TASK TO COMPLETE: Every line containing the word "slide" must be pulled from the records.

=== Begin Enclosure ===

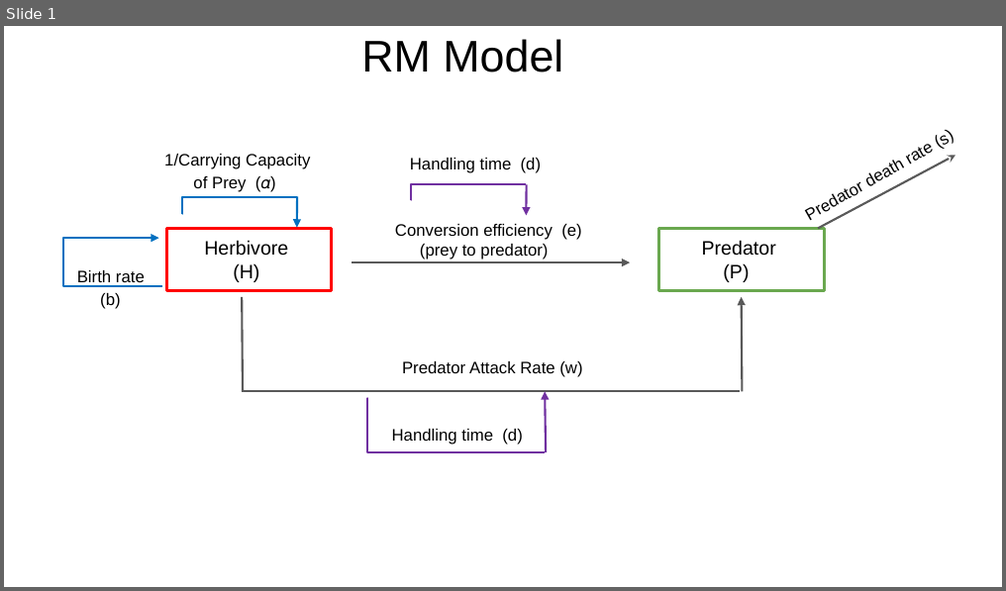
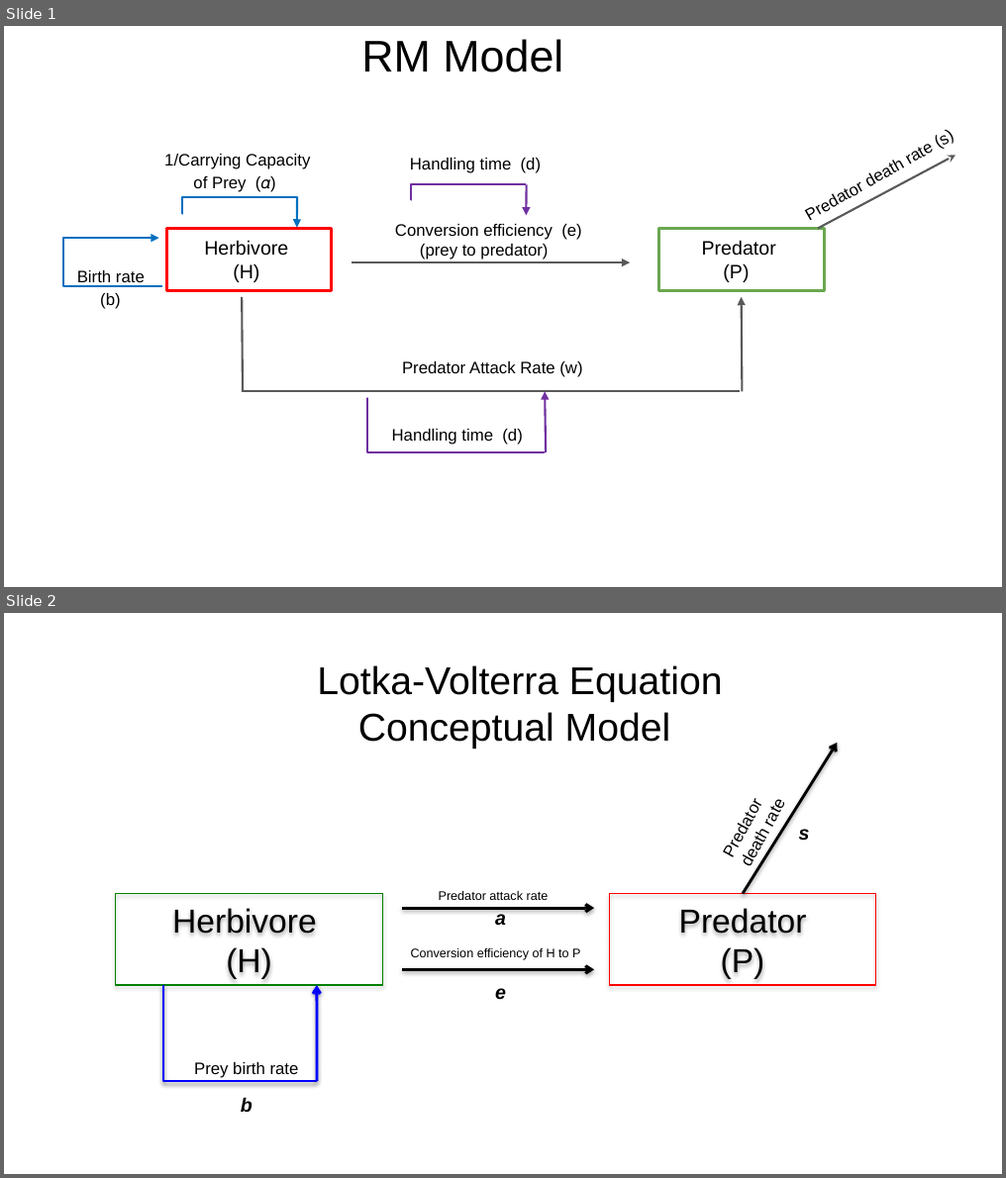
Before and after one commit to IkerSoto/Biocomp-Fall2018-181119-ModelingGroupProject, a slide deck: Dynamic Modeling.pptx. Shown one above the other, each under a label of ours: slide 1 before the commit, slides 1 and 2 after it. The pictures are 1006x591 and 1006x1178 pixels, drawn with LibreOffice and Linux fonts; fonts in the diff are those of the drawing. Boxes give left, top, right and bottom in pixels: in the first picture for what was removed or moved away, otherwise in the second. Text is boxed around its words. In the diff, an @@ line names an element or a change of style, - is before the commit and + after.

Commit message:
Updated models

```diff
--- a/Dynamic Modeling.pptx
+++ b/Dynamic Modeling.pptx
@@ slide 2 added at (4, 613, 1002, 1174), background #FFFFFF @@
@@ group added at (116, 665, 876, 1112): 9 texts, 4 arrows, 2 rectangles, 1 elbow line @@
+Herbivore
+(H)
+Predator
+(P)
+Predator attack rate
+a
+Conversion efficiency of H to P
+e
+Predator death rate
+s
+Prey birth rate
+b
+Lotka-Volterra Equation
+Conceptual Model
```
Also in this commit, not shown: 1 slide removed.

=== End Enclosure ===

WRITTEN REPLY:
Before and after one commit to IkerSoto/Biocomp-Fall2018-181119-ModelingGroupProject, a slide deck: Dynamic Modeling.pptx. Shown one above the other, each under a label of ours: slide 1 before the commit, slides 1 and 2 after it. The pictures are 1006x591 and 1006x1178 pixels, drawn with LibreOffice and Linux fonts; fonts in the diff are those of the drawing. Boxes give left, top, right and bottom in pixels: in the first picture for what was removed or moved away, otherwise in the second. Text is boxed around its words. In the diff, an @@ line names an element or a change of style, - is before the commit and + after.
@@ slide 2 added at (4, 613, 1002, 1174), background #FFFFFF @@
Also in this commit, not shown: 1 slide removed.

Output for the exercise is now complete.